• [ABOUT THIS EXERCISE] Could you return each entry below exactly as written, minus any pictures?

• [THE RECORDS]
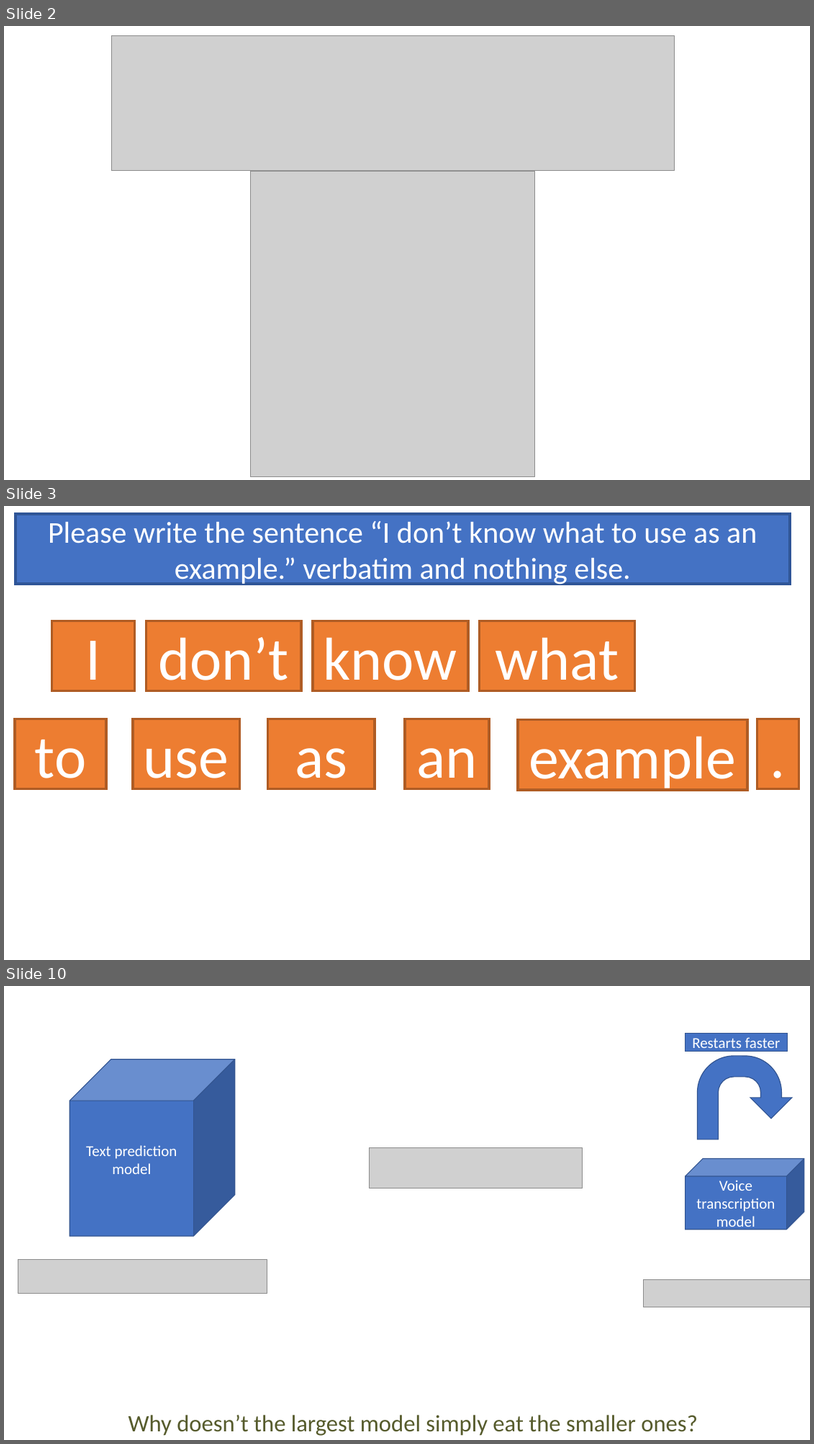
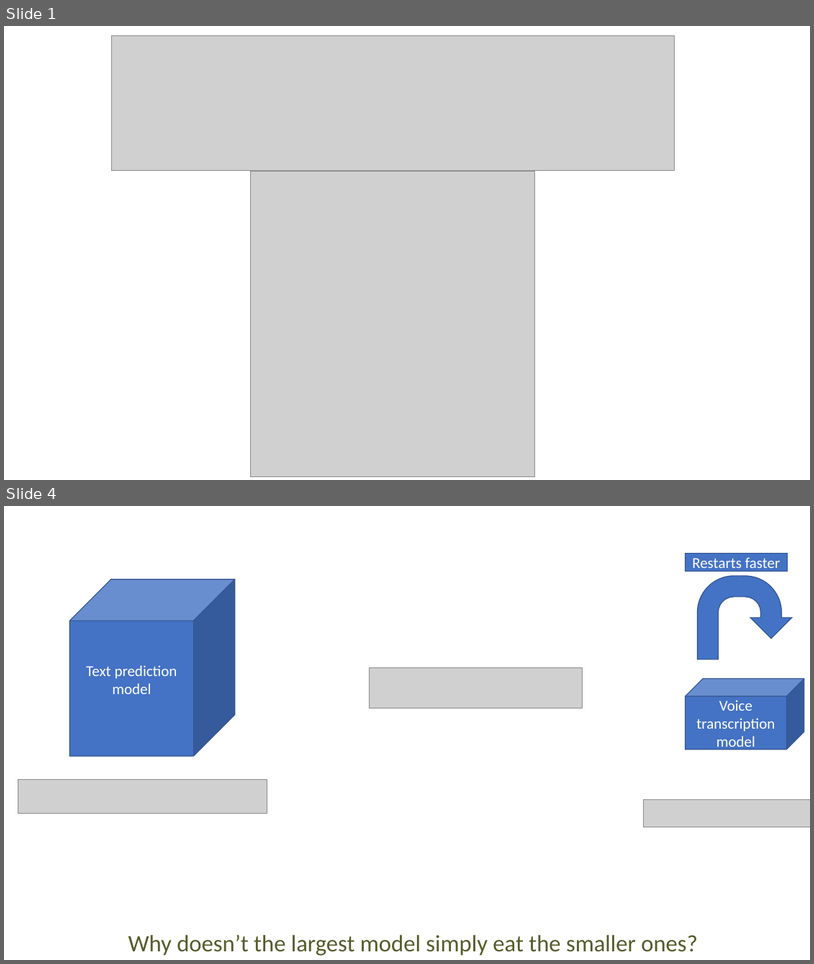
Before and after one commit to TeamDman/toolformer, a slide deck: video/Presentation1.pptx. Shown one above the other, each under a label of ours: slides 2, 3 and 10 before the commit, slides 1 and 4 after it; the slides between them are not shown. The pictures are 814x1444 and 814x964 pixels, drawn with LibreOffice and Linux fonts; fonts in the diff are those of the drawing; grey boxes stand for pictures; background and template pictures are left out. Boxes give left, top, right and bottom in pixels: in the first picture for what was removed or moved away, otherwise in the second. Text is boxed around its words. In the diff, an @@ line names an element or a change of style, - is before the commit and + after.

```diff
--- a/video/Presentation1.pptx
+++ b/video/Presentation1.pptx
@@ slide 3 removed at <box>4,506,810,960</box>, background #FFFFFF @@
@@ rectangle removed at <box>16,514,790,584</box> @@
-Please write the sentence “I don’t know what to use as an example.” verbatim and nothing else.
@@ rectangle removed at <box>52,621,134,691</box> @@
-I
@@ rectangle removed at <box>146,621,301,691</box> @@
-don’t
@@ rectangle removed at <box>313,621,468,691</box> @@
-know
@@ rectangle removed at <box>479,621,635,691</box> @@
-what
@@ rectangle removed at <box>15,719,106,789</box> @@
-to
@@ rectangle removed at <box>133,719,240,789</box> @@
-use
@@ rectangle removed at <box>268,719,375,789</box> @@
-as
@@ rectangle removed at <box>405,719,489,789</box> @@
-an
@@ rectangle removed at <box>518,720,748,790</box> @@
-example
@@ rectangle removed at <box>758,719,800,789</box> @@
-.
@@ what was slide 2 is now slide 1 @@
@@ what was slide 10 is now slide 4 @@
```
Also in this commit, not shown: 2 slides changed, 1 slide added, 7 other slides removed, 12 other files.

• [THE COMPLETED TASK]
Before and after one commit to TeamDman/toolformer, a slide deck: video/Presentation1.pptx. Shown one above the other, each under a label of ours: slides 2, 3 and 10 before the commit, slides 1 and 4 after it; the slides between them are not shown. The pictures are 814x1444 and 814x964 pixels, drawn with LibreOffice and Linux fonts; fonts in the diff are those of the drawing; grey boxes stand for pictures; background and template pictures are left out. Boxes give left, top, right and bottom in pixels: in the first picture for what was removed or moved away, otherwise in the second. Text is boxed around its words. In the diff, an @@ line names an element or a change of style, - is before the commit and + after.

```diff
--- a/video/Presentation1.pptx
+++ b/video/Presentation1.pptx
@@ slide 3 removed at <box>4,506,810,960</box>, background #FFFFFF @@
@@ rectangle removed at <box>16,514,790,584</box> @@
-Please write the sentence “I don’t know what to use as an example.” verbatim and nothing else.
@@ rectangle removed at <box>52,621,134,691</box> @@
-I
@@ rectangle removed at <box>146,621,301,691</box> @@
-don’t
@@ rectangle removed at <box>313,621,468,691</box> @@
-know
@@ rectangle removed at <box>479,621,635,691</box> @@
-what
@@ rectangle removed at <box>15,719,106,789</box> @@
-to
@@ rectangle removed at <box>133,719,240,789</box> @@
-use
@@ rectangle removed at <box>268,719,375,789</box> @@
-as
@@ rectangle removed at <box>405,719,489,789</box> @@
-an
@@ rectangle removed at <box>518,720,748,790</box> @@
-example
@@ rectangle removed at <box>758,719,800,789</box> @@
-.
@@ what was slide 2 is now slide 1 @@
@@ what was slide 10 is now slide 4 @@
```
Also in this commit, not shown: 2 slides changed, 1 slide added, 7 other slides removed, 12 other files.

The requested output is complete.